There aren’t pictures of crash carts or red alarm lights going off, there’s no blood spatter on these gowns, or exposed organs. Everything that happens in this place for the dying looks like a good time, closely watched over by smiling people who only want me to enjoy myself.

“So I live there?”

“Yes,” Mom says. “There are plenty of kids your age there,” she adds as I glance at a shot of toddlers in a finger-painting class. None of them have IVs in their arms or machines attached to them.

“You’ll be able to keep up with your schoolwork, too,” Mom goes on. “There are online classes you can take so you’ll graduate on time, or they can arrange for tutors on site if you’d like.”

I’ve gone from valedictorian to hoping to graduate on time. I flip to the back of the brochure, which has driving directions and a map of their campus, probably the only one I’ll ever see.

“What do you think, honey?” Mom asks, her hand on mine once again. “It looks nice, doesn’t it?”

The brick facade of the cardiac center does indeed look nice, very much like an admissions center for a college. But I’m willing to bet there are panels with hidden defibrillators everywhere, and that all the doorways are wide enough to admit wheelchairs. I put the brochure down, resting beside my knee.

“I don’t understand how this happened,” I say.

Dad shifts against the wall, his eyes on the ground. “It happened because of me,” he says.





twenty


I. Things I Know

A. 30 percent of dilated cardiomyopathy patients inherited their disease from a parent.

B. Mine came from Dad.

1. He didn’t know he had it, and only found out after both he and Mom were tested to determine the origin of mine. Now Mom has two silver linings to be thankful for.

2. He’d been ignoring his own symptoms for years, attributing them to stress and not wanting to upset Mom.

3. His isn’t as bad as mine and will be treated with a pacemaker.

II. Things I Don’t Know

A. How many silver linings it takes to bring the whole cloud crashing down

I wait until Mom and Dad are gone to plug in my laptop, it being the consolation prize for learning I won’t be going home. As promised, they’d taken all the internet browsers off it, but they don’t know the first thing about messaging services. I pull up the one I use most often, weighing the pros and cons about who I should reach out to. I choose Brooke, because she’s online at the moment, and settle for something simple to announce my continued presence among the living.

Hey.

Holy shit that really u Sasha?

Really me. Still in the hospital.

I won’t ask if ur ok b/c I know ur not but I am so so so sorry about what we said. U don’t even know.

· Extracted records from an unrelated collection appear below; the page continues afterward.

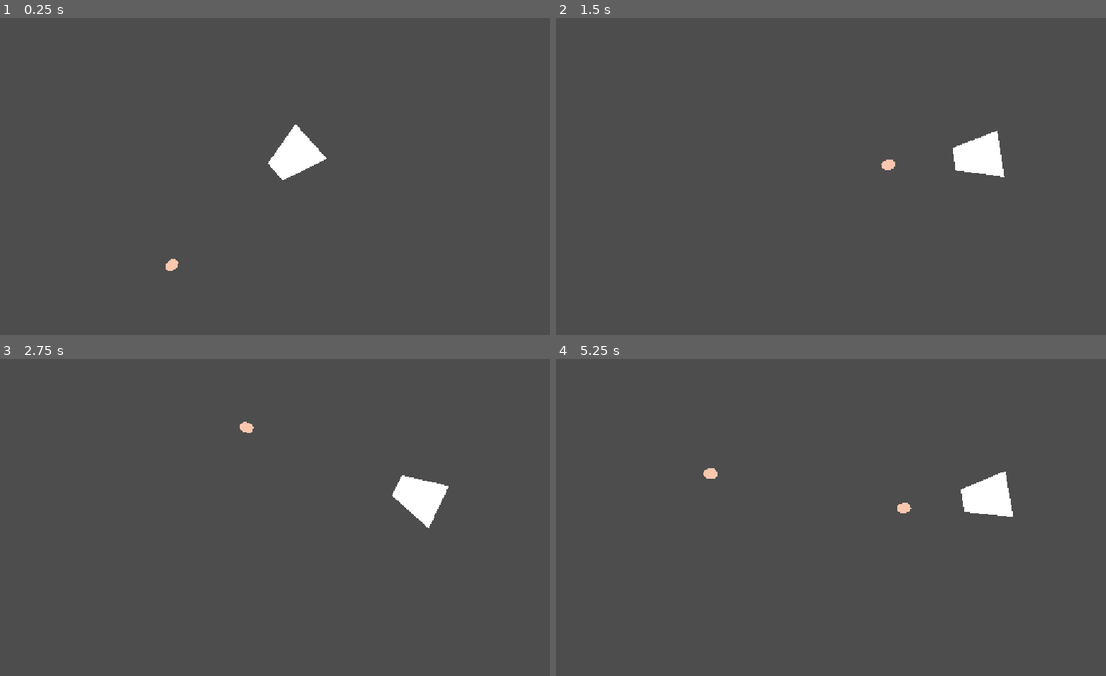
Above: before the commit, frames 1-4 (two rows, left to right).
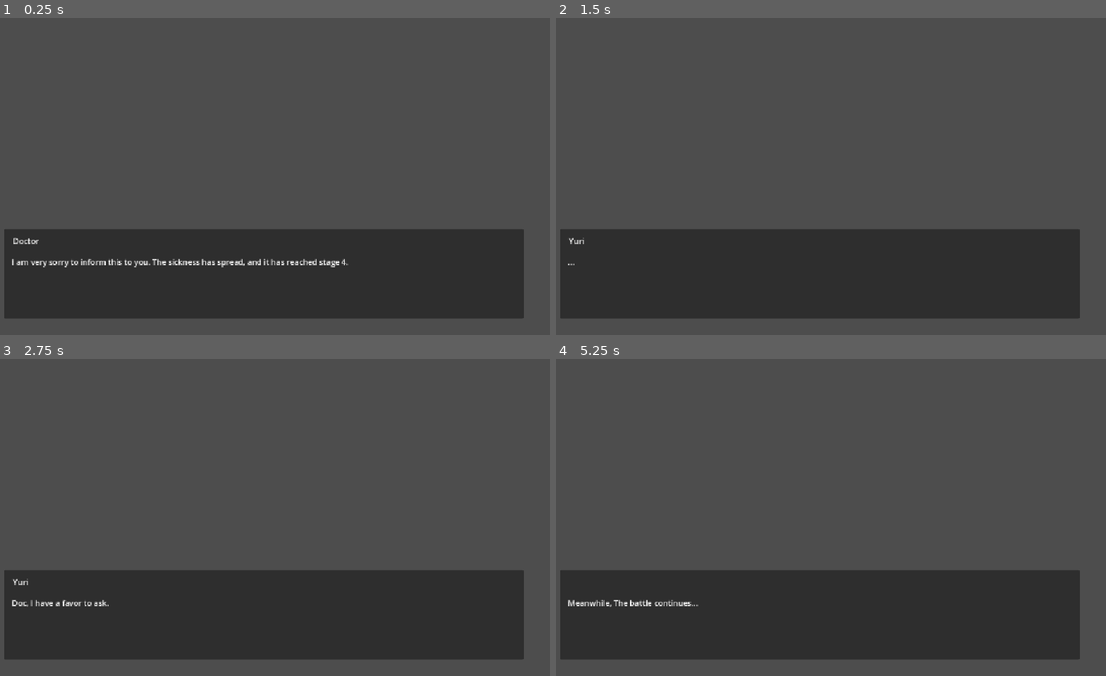
Above: after the commit, the same moments.

Repository: Ris26/Battle-from-Within
Game: Godot game, scene res://cutscene.tscn
Two runs of this game, one before a commit and one after it. Both use one fixed random seed, a clock stepped at 60 frames per second and the inputs below. Before the commit the project starts from res://game.tscn.
Inputs (mouse positions are in pixels of both pictures, inside the frame that each line leads up to):
- Up to frame 1 (0.25 s): no input
- Up to frame 2 (1.5 s): tap Enter (ui_accept) at 0.5, 0.77 s; move the mouse to (946, 160) at 0.52 s; hold D (right) from 0.53 s (still down); click (946, 160) at 0.6 s; move the mouse to (710, 192) at 1.27 s; click (710, 192) at 1.35 s
- Up to frame 3 (2.75 s): tap Enter (ui_accept) at 1.52 s; move the mouse to (324, 447) at 2.02 s; release D (right) at 2.03 s; hold A (left) from 2.03 s (still down); click (324, 447) at 2.1 s
- Up to frame 4 (5.25 s): move the mouse to (798, 580) at 2.77 s; release A (left) at 2.78 s; hold D (right) 2.78-4.28 s; click (798, 580) at 2.85 s; tap Enter (ui_accept) at 3.02, 3.77, 4.52 s; move the mouse to (990, 565) at 3.52 s; click (990, 565) at 3.6 s; move the mouse to (655, 469) at 4.27 s; hold A (left) 4.28-5.03 s; click (655, 469) at 4.35 s; move the mouse to (853, 517) at 5.02 s; hold D (right) from 5.03 s (still down); click (853, 517) at 5.1 s

The runs differ from the first frame. In frame 1, 27% of the frame differs, in the area x 0-96%, y 33-95%; in frame 2, 27%, in the area x 0-96%, y 35-95%; in frame 3, 27%; in frame 4, 27%.

Commit message:
Add files via upload

Diff:
--- /dev/null
+++ b/bloody-ell/Global.gd
@@ -0,0 +1,10 @@
+extends Node
+
+var player = null
+var node_creation_parent = null
+
+func get_instance_node(node, location, parent):
+	var node_instance = node. instantiate()
+	parent.add_child(node_instance)
+	node_instance.global_position = location
+	return node_instance
--- a/bloody-ell/Script/player.gd
+++ b/bloody-ell/Script/player.gd
@@ -4,8 +4,16 @@
 var shooting = preload("res://bullet.tscn") #buat nyambungin ke kodingan bullet
 @onready var muzzle = $Muzzle
 
+ #buat ngarahin ke mouse
+
+func _ready() -> void:
+	Global.player = self
+
+func _exit_tree() -> void:
+	Global.player = null
+
 func _physics_process(_delta: float) -> void:
-	look_at(get_global_mouse_position()) #buat ngarahin ke mouse
+	look_at(get_global_mouse_position())
 
 	#this is for the character to move around, kalo mau diubah ke project>settings>input map
 	velocity.x = Input.get_axis("left", "right") * SPEED
@@ -21,3 +29,13 @@
 
 
 	move_and_slide()
+
+
+
+
+
+func _on_hitbox_area_entered(area: Node2D) -> void:
+	if area.is_in_group("enemy"):
+		visible = false
+		await get_tree().create_timer(0.5).timeout
+		get_tree().reload_current_scene()
--- /dev/null
+++ b/bloody-ell/arena.gd
@@ -0,0 +1,18 @@
+extends Node2D
+
+var enemy_1 = preload("res://enemy.tscn")
+# Called when the node enters the scene tree for the first time.
+func _ready() -> void:
+	Global.node_creation_parent = self
+
+func _exit_tree() -> void:
+	Global.node_creation_parent = null
+
+
+func _on_enemy_spawn_timer_timeout() -> void:
+	var enemy_position = Vector2(randf_range(-160, 670), randf_range(-90,390))
+
+	while enemy_position.x <640 and enemy_position.x > -80 and enemy_position.y <360 and enemy_position.y > -50:
+		enemy_position = Vector2(randf_range(-160, 670), randf_range(-90,390))
+
+	Global.get_instance_node(enemy_1, enemy_position, self)
--- /dev/null
+++ b/bloody-ell/arena.tscn
@@ -0,0 +1,11 @@
+[gd_scene format=3 uid="uid://dset3x7rsjcnc"]
+
+[ext_resource type="Script" uid="uid://dghdnsy4twknk" path="res://arena.gd" id="1_ubfh8"]
+
+[node name="arena" type="Node2D" unique_id=1196974143]
+script = ExtResource("1_ubfh8")
+
+[node name="enemy_spawn_timer" type="Timer" parent="." unique_id=444050604]
+autostart = true
+
+[connection signal="timeout" from="enemy_spawn_timer" to="." method="_on_enemy_spawn_timer_timeout"]
--- a/bloody-ell/bullet.tscn
+++ b/bloody-ell/bullet.tscn
@@ -8,13 +8,15 @@
 [node name="Bullet" type="Area2D" unique_id=1433316678]
 script = ExtResource("1_v7oki")
 
+[node name="hitbox" type="Area2D" parent="." unique_id=845372344 groups=["enemy_damager"]]
+
+[node name="CollisionShape2D" type="CollisionShape2D" parent="hitbox" unique_id=1560578583]
+rotation = 1.5707964
+shape = SubResource("CapsuleShape2D_h7hx5")
+
 [node name="Polygon2D" type="Polygon2D" parent="." unique_id=751353962]
 color = Color(0.9821121, 0.78111565, 0.68283314, 1)
 polygon = PackedVector2Array(-8, -10, 7, -10, 14, -4, 14, 4, 7, 10, -8, 10, -14, 4, -14, -5)
-
-[node name="CollisionShape2D" type="CollisionShape2D" parent="." unique_id=1560578583]
-rotation = 1.5707964
-shape = SubResource("CapsuleShape2D_h7hx5")
 
 [node name="Timer" type="Timer" parent="." unique_id=2049220069]
 one_shot = true
--- /dev/null
+++ b/bloody-ell/cutscene.gd
@@ -0,0 +1,42 @@
+extends Control
+
+@onready var nama_label = $"dialogbox/nama label"
+@onready var text_label = $"dialogbox/tekslabel"
+@onready var karakter_kiri = $kiri
+@onready var karakter_kanan = $kanan
+
+#dialog
+var dialog_list = [{"nama": "Doctor", "teks": "I am very sorry to inform this to you. The sickness has spread, and it has reached stage 4.", "fokus": "kiri"}, {"nama": "Parents", "teks": "*sobs*", "fokus": "kanan"}, {"nama": "Yuri", "teks": "...", "fokus": "kanan"}, {"nama": "Yuri", "teks": "Doc, I have a favor to ask.", "fokus": "kanan"}, {"nama": "Doctor", "teks": "Of course, anything I can do to help.", "fokus": "kiri"}, {"nama": "Yuri", "teks": "I don’t want to give up yet. There are still so many things I can do in life. So please-", "fokus": "kanan"}, {"nama": "Yuri", "teks": "Even if I couldn’t make it in the end, at least I won’t leave a regret of not struggling until the very end.", "fokus": "kanan"}, {"nama": "", "teks": "Meanwhile, The battle continues...", "fokus": "kiri"}]
+
+
+var index_dialog: int = 0
+
+func _ready() -> void:
+	tampilkan_dialog()
+
+func _input(event: InputEvent) -> void:
+
+	if event is InputEventMouseButton and event.pressed and event.button_index == MOUSE_BUTTON_LEFT:
+		index_dialog +=1
+
+	if index_dialog < dialog_list.size():
+		tampilkan_dialog()
+	else:
+		pindah_ke_game()
+
+
+func tampilkan_dialog() -> void:
+	var data = dialog_list[index_dialog]
+	nama_label.text = data ["nama"]
+	text_label.text = data ["teks"]
+
+	if data["fokus"] == "kiri":
+		karakter_kiri.modulate = Color(1, 1, 1, 1)
+		karakter_kanan.modulate = Color(0.5, 0.5, 0.5, 1)
+
+	else:
+		karakter_kiri.modulate = Color(0.5, 0.5, 0.5, 1)
+		karakter_kanan. modulate = Color(1, 1, 1, 1)
+
+func pindah_ke_game() ->  void:
+	get_tree().change_scene_to_file("res://game.tscn")
--- /dev/null
+++ b/bloody-ell/cutscene.tscn
@@ -0,0 +1,52 @@
+[gd_scene format=3 uid="uid://cqybhljgu2a3u"]
+
+[ext_resource type="Script" uid="uid://bnvt7ntnsjgh" path="res://cutscene.gd" id="1_ye7fo"]
+
+[node name="Cutscene" type="Control" unique_id=1145098775]
+layout_mode = 3
+anchors_preset = 15
+anchor_right = 1.0
+anchor_bottom = 1.0
+grow_horizontal = 2
+grow_vertical = 2
+script = ExtResource("1_ye7fo")
+
+[node name="background" type="TextureRect" parent="." unique_id=497837652]
+layout_mode = 0
+offset_right = 40.0
+offset_bottom = 40.0
+
+[node name="kiri" type="TextureRect" parent="." unique_id=1244206360]
+layout_mode = 0
+offset_left = 99.0
+offset_top = 366.0
+offset_right = 139.0
+offset_bottom = 406.0
+
+[node name="kanan" type="TextureRect" parent="." unique_id=942006025]
+layout_mode = 0
+offset_left = 909.0
+offset_top = 353.0
+offset_right = 949.0
+offset_bottom = 393.0
+
+[node name="dialogbox" type="Panel" parent="." unique_id=1032403862]
+layout_mode = 0
+offset_left = 37.0
+offset_top = 432.0
+offset_right = 1098.0
+offset_bottom = 614.0
+
+[node name="nama label" type="Label" parent="dialogbox" unique_id=439710469]
+layout_mode = 0
+offset_left = 18.0
+offset_top = 12.0
+offset_right = 185.0
+offset_bottom = 35.0
+
+[node name="tekslabel" type="Label" parent="dialogbox" unique_id=1306585678]
+layout_mode = 0
+offset_left = 16.0
+offset_top = 55.0
+offset_right = 1040.0
+offset_bottom = 163.0
--- a/bloody-ell/enemy.gd
+++ b/bloody-ell/enemy.gd
@@ -1,10 +1,34 @@
 extends CharacterBody2D
 
+var speed = 50
 
-@onready var player = $/root/game/player
+var stun = false
+var hp = randi_range(1, 4) #enemy's hp, i set it to random from 1-4 rangea
+func _physics_process(delta):
+	if Global.player != null and stun == false:
+		velocity = global_position.direction_to(Global.player.global_position)
+	elif stun:
+		velocity = lerp(velocity, Vector2(0,0), 0.3)
 
-const SPEED = 100
-func _physics_process(delta: float) -> void:
-	velocity = (player.get_globalposition - global_position).normalized() * SPEED
+	global_position += velocity *speed * delta
+
 
 	move_and_slide()
+
+	if hp <= 0: #enemy dying system
+		queue_free()
+
+func _on_hitbox_area_entered(area: Area2D) -> void: #enemy hit
+	if area.is_in_group("enemy_damager"):
+
+		modulate = Color.DARK_RED
+		velocity = -velocity * 4
+		hp -= 1
+		stun = true
+		$stun_timer.start()
+		area.get_parent().queue_free()
+
+
+func _on_stun_timer_timeout():
+	modulate = Color.ALICE_BLUE
+	stun = false
--- a/bloody-ell/enemy.tscn
+++ b/bloody-ell/enemy.tscn
@@ -5,11 +5,27 @@
 [sub_resource type="CircleShape2D" id="CircleShape2D_h7hx5"]
 radius = 9.0
 
-[node name="enemy" type="CharacterBody2D" unique_id=1539721096]
+[node name="enemy" type="CharacterBody2D" unique_id=1539721096 groups=["enemy"]]
+position = Vector2(101, 48)
 script = ExtResource("1_7k104")
 
-[node name="Polygon2D2" type="Polygon2D" parent="." unique_id=958349109]
+[node name="hitbox" type="Area2D" parent="." unique_id=557893142 groups=["enemy"]]
+
+[node name="CollisionShape2D" type="CollisionShape2D" parent="hitbox" unique_id=609890902 groups=["enemy"]]
+position = Vector2(0, -2)
+shape = SubResource("CircleShape2D_h7hx5")
+
+[node name="Polygon2D2" type="Polygon2D" parent="hitbox" unique_id=958349109]
 polygon = PackedVector2Array(-11, -1, 0, 9, 13, -1, -1, -16)
 
-[node name="CollisionShape2D" type="CollisionShape2D" parent="." unique_id=609890902]
+[node name="stun_timer" type="Timer" parent="." unique_id=1152193968]
+wait_time = 1.814
+one_shot = true
+autostart = true
+
+[node name="CollisionShape2D2" type="CollisionShape2D" parent="." unique_id=1669750842 groups=["enemy"]]
+position = Vector2(0, -2)
 shape = SubResource("CircleShape2D_h7hx5")
+
+[connection signal="area_entered" from="hitbox" to="." method="_on_hitbox_area_entered"]
+[connection signal="timeout" from="stun_timer" to="." method="_on_stun_timer_timeout"]
--- a/bloody-ell/game.gd
+++ b/bloody-ell/game.gd
@@ -13,3 +13,6 @@
 
 func _on_timeout() -> void:
 	pass # Replace with function body.
+var enemy_1 = preload("res://enemy.tscn")
+var node_creation_parent = null
+var player = null
--- a/bloody-ell/game.tscn
+++ b/bloody-ell/game.tscn
@@ -1,7 +1,8 @@
 [gd_scene format=3 uid="uid://djrxbx2k1ed77"]
 
 [ext_resource type="PackedScene" uid="uid://7vom6ns5bkcj" path="res://player.tscn" id="1_80nbo"]
-[ext_resource type="Script" uid="uid://b1ym03i522hfn" path="res://game.gd" id="2_e2o6t"]
+[ext_resource type="PackedScene" uid="uid://btbxid801iewk" path="res://enemy.tscn" id="1_e2o6t"]
+[ext_resource type="PackedScene" uid="uid://dset3x7rsjcnc" path="res://arena.tscn" id="3_feb5d"]
 
 [sub_resource type="WorldBoundaryShape2D" id="WorldBoundaryShape2D_v5l4b"]
 normal = Vector2(0.005076077, 0.9999871)
@@ -18,11 +19,24 @@
 [sub_resource type="WorldBoundaryShape2D" id="WorldBoundaryShape2D_feb5d"]
 distance = -320.0
 
+[sub_resource type="Environment" id="Environment_h7hx5"]
+background_mode = 3
+background_color = Color(0.42427728, 0.10647347, 0.6207682, 1)
+background_energy_multiplier = 3.8
+background_canvas_max_layer = 5
+ambient_light_source = 2
+ambient_light_color = Color(0.8890039, 0.7658937, 0.98061293, 1)
+ssr_enabled = true
+glow_enabled = true
+glow_bloom = 0.38
+
 [node name="Game" type="Node2D" unique_id=1373688687]
 
+[node name="enemy" parent="." unique_id=1539721096 instance=ExtResource("1_e2o6t")]
+position = Vector2(538, -221)
+
 [node name="Player" parent="." unique_id=1579681143 instance=ExtResource("1_80nbo")]
-
-[node name="Camera2D" type="Camera2D" parent="." unique_id=73084360]
+position = Vector2(0, 2)
 
 [node name="walls" type="StaticBody2D" parent="." unique_id=236476529]
 
@@ -39,11 +53,18 @@
 shape = SubResource("WorldBoundaryShape2D_e2o6t")
 
 [node name="bottom" type="CollisionShape2D" parent="walls" unique_id=1252953474]
+position = Vector2(207.25302, -81.20117)
 shape = SubResource("WorldBoundaryShape2D_feb5d")
 
-[node name="Timer" type="Timer" parent="." unique_id=481187242]
-wait_time = 2.229
+[node name="enemy_spawn_timer" type="Timer" parent="." unique_id=481187242]
+wait_time = 0.5
 autostart = true
-script = ExtResource("2_e2o6t")
 
-[connection signal="timeout" from="Timer" to="Timer" method="_on_timeout"]
+[node name="WorldEnvironment" type="WorldEnvironment" parent="." unique_id=1972262790]
+environment = SubResource("Environment_h7hx5")
+
+[node name="Camera2D" type="Camera2D" parent="." unique_id=73084360]
+
+[node name="arena" parent="." unique_id=1196974143 instance=ExtResource("3_feb5d")]
+
+[connection signal="timeout" from="enemy_spawn_timer" to="enemy_spawn_timer" method="_on_timeout"]
--- a/bloody-ell/player.tscn
+++ b/bloody-ell/player.tscn
@@ -1,11 +1,12 @@
 [gd_scene format=3 uid="uid://7vom6ns5bkcj"]
 
 [ext_resource type="Script" uid="uid://cqey7p8pmalh0" path="res://Script/player.gd" id="1_4flbx"]
-[ext_resource type="PackedScene" uid="uid://ck0yj5q44qagn" path="res://bullet.tscn" id="2_onrkg"]
 
 [sub_resource type="CapsuleShape2D" id="CapsuleShape2D_v5l4b"]
 radius = 31.0
 height = 98.00001
+
+[sub_resource type="CircleShape2D" id="CircleShape2D_h7hx5"]
 
 [node name="Player" type="CharacterBody2D" unique_id=1579681143]
 position = Vector2(51, -46)
@@ -19,9 +20,14 @@
 position = Vector2(-44, -57)
 polygon = PackedVector2Array(-1, 3, -1, 99, 95, 77, 96, 31)
 
-[node name="CollisionShape2D" type="CollisionShape2D" parent="." unique_id=606200154]
+[node name="hitbox" type="Area2D" parent="." unique_id=1173111685]
+
+[node name="CollisionShape2D" type="CollisionShape2D" parent="hitbox" unique_id=606200154]
 rotation = 1.5707964
 shape = SubResource("CapsuleShape2D_v5l4b")
 
-[node name="Bullet" parent="." unique_id=1433316678 instance=ExtResource("2_onrkg")]
-position = Vector2(136, -3)
+[node name="CollisionShape2D" type="CollisionShape2D" parent="." unique_id=792510116]
+shape = SubResource("CircleShape2D_h7hx5")
+
+[connection signal="area_entered" from="hitbox" to="." method="_on_area_2d_area_entered"]
+[connection signal="area_entered" from="hitbox" to="." method="_on_hitbox_area_entered"]
--- a/bloody-ell/project.godot
+++ b/bloody-ell/project.godot
@@ -1,10 +1,22 @@
+; Engine configuration file.
+; It's best edited using the editor UI and not directly,
+; since the parameters that go here are not all obvious.
+;
+; Format:
+;   [section] ; section goes between []
+;   param=value ; assign values to parameters
+
 config_version=5
 
 [application]
 
 config/name="Battle from Within"
-run/main_scene="uid://djrxbx2k1ed77"
+run/main_scene="uid://cqybhljgu2a3u"
 config/features=PackedStringArray("4.7", "Forward Plus")
+
+[autoload]
+
+Global="*uid://c818vkv7rtixj"
 
 [display]
 
Not shown, added: bloody-ell/Global.gd.uid
Not shown, added: bloody-ell/arena.gd.uid
Not shown, added: bloody-ell/cutscene.gd.uid
Not shown, added: bloody-ell/export_presets.cfg

I didn’t throw myself out the window because of my friends, but if Brooke wants to keep apologizing for it, I’m going to let her. I take a pic of my busted face with the webcam, closing my eyes. I send it to her without a caption.

FUCK

I rest my fingers for a little bit so that she can stare at what’s left of me before I let her off the hook.

You would love it here. Lots of stitches and open wounds.